William Y. Adams grew up in an Indian Service family in an Indian
Service town in the 1930s. Window Rock, Arizona was the newly
founded administrative capital for the vast Navajo reservation, and
all 298 of its residents were Indian Bureau employees or their
families. With the exception of a few low-level service personnel,
none were Navajo, nor did they have any detailed familiarity with
the world of hogans and corrals. They were technocrats, skilled in
agriculture, range management, forestry, mining, education, public
health, and law enforcement, among other things. Despite their
varied backgrounds and skills, however, they shared a common
determination to "do right by the Indians" after decades of
government neglect and mismanagement. That concept, however,
originated not in Window Rock but in Washington, the administrative
headquarters of the Bureau of Indian Affairs.

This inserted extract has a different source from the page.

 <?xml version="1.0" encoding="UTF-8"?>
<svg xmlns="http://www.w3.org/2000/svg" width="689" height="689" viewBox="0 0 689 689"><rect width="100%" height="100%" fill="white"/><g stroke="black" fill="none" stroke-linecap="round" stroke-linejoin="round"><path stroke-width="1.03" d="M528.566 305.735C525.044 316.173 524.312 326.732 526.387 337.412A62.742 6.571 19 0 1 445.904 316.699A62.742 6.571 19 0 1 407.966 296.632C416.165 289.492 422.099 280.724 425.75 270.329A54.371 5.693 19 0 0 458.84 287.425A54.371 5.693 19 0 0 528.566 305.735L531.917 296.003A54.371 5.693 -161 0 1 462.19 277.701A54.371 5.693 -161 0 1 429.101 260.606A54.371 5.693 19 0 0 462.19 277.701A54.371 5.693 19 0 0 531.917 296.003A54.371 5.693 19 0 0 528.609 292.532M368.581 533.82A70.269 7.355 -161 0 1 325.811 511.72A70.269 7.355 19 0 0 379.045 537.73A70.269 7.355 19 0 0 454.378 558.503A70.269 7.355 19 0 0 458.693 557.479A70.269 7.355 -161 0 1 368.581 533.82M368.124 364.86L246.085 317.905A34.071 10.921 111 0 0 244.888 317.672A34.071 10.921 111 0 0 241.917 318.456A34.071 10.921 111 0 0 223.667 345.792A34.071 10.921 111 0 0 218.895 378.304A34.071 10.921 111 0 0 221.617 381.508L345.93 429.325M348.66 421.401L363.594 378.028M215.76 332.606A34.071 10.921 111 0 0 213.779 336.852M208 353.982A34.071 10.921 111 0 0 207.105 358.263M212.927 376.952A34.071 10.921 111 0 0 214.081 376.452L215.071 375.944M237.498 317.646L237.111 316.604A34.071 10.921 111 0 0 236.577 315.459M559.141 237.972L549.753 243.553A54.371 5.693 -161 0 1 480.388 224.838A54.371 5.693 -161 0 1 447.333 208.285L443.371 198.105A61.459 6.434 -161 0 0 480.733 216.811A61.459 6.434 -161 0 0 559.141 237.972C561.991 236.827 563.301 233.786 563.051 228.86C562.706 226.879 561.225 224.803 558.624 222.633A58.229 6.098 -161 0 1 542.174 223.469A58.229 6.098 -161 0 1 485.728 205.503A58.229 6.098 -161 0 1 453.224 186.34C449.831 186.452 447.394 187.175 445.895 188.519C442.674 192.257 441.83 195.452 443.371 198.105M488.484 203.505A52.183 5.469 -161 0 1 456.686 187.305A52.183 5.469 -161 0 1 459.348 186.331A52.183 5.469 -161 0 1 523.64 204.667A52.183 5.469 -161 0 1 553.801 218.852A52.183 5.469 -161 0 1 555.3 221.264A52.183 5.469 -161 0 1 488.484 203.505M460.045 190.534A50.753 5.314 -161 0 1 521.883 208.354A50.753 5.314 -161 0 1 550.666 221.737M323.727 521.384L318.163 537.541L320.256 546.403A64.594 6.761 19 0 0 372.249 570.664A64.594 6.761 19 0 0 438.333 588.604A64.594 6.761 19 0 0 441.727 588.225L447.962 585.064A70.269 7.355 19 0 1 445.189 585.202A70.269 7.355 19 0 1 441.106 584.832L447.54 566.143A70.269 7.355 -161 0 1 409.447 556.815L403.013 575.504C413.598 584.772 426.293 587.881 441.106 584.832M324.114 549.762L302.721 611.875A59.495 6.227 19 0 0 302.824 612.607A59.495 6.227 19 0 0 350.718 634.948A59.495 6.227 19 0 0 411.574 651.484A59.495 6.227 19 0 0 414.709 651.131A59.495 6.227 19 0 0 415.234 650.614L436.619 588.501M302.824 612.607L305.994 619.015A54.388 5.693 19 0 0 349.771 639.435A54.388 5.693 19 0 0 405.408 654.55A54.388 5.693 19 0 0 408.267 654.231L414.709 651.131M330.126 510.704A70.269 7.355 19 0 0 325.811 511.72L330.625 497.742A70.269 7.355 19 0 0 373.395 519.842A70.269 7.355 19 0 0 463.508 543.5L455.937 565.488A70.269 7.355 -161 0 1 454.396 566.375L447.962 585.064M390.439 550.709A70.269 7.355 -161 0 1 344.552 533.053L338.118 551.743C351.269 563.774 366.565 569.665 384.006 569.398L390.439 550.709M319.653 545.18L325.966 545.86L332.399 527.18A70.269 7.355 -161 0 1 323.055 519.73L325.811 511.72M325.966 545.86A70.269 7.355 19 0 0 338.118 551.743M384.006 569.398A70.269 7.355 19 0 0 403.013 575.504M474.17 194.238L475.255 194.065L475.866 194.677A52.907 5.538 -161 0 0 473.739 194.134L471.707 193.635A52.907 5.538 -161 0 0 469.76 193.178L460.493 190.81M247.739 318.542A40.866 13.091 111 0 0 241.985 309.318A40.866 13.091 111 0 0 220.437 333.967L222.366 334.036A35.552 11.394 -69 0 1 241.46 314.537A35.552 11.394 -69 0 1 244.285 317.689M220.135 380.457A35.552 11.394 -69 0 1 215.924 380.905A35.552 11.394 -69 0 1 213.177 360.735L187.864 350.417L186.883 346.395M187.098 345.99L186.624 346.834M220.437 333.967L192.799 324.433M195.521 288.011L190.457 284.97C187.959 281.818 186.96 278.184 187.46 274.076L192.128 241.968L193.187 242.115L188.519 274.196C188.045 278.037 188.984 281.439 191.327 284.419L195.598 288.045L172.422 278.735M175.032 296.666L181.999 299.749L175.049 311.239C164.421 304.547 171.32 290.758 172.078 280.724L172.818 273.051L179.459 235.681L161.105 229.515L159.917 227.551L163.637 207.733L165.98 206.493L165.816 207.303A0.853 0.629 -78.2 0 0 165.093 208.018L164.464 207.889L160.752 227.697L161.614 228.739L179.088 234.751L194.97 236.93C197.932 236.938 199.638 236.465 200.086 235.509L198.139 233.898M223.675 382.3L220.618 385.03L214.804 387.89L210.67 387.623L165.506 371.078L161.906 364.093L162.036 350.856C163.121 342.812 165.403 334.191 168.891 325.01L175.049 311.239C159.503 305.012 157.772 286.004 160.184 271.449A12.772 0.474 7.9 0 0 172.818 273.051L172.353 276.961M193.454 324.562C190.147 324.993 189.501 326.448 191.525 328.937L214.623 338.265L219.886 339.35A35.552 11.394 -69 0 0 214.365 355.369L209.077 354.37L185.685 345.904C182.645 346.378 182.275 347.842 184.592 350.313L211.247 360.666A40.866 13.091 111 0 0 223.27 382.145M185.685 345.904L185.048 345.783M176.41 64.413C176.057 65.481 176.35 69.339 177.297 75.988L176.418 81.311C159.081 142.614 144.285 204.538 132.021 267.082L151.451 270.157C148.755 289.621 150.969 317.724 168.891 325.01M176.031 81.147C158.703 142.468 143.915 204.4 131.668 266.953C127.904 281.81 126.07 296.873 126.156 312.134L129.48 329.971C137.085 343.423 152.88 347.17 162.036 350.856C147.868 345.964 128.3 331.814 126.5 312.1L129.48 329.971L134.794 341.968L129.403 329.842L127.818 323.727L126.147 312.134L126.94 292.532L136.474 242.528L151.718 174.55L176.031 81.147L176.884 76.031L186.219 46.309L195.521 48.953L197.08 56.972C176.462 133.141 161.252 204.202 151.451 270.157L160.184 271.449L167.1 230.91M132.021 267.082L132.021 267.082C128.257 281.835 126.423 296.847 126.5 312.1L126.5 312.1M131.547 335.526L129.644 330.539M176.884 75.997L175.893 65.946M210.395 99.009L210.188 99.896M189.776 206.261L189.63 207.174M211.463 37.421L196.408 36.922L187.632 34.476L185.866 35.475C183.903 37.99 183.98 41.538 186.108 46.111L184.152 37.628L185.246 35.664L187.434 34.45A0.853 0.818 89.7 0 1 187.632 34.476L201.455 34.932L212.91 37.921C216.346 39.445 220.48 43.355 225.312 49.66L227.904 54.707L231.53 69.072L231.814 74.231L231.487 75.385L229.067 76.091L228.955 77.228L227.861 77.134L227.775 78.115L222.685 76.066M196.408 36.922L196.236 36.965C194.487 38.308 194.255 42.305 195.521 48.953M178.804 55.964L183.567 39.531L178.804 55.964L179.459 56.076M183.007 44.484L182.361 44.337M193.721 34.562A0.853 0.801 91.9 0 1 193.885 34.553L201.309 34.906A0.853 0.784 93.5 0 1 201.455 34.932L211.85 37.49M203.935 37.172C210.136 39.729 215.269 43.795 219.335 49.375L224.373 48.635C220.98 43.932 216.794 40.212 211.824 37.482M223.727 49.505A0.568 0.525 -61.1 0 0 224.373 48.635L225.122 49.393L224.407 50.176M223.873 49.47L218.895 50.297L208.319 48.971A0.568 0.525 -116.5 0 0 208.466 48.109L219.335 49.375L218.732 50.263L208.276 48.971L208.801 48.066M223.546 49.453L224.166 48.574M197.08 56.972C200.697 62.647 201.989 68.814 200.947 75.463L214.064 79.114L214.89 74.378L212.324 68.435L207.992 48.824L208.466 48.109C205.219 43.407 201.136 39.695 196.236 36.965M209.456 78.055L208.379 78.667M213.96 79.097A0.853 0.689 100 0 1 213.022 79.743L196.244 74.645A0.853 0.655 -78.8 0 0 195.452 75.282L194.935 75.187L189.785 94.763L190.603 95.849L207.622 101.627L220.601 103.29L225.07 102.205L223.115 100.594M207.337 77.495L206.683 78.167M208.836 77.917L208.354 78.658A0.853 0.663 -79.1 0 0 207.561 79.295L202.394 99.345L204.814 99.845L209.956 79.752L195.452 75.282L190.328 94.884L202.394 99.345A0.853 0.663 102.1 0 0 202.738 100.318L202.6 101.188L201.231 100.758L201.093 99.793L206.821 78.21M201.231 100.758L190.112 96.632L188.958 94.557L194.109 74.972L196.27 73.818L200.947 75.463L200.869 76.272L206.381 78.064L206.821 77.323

In the years
following World War II, Adams lived and worked among Navajos and
Hopis in a number of different capacities. As an archaeological
explorer, an ethnologist, an interviewer for the Arizona Bureau of
Ethnic Research, a livestock drive foreman, and - perhaps most
importantly - a trader, he became aware of the myth of the Indian:
a belief in "the Indian" as a kind of unitary, symbolic figure, who
stood as the surrogate for hundreds of tribes, cultures, and
languages spread across the American continent. In Indian Policies
in the Americas, Adams addresses the idea that "the Indian," as
conceived by colonial powers and later by different postcolonial
interest groups, was as much ideology as empirical reality. Adams
surveys the policies of the various colonial and postcolonial
powers, then reflects upon the great ideological, moral, and
intellectual issues that underlay those policies.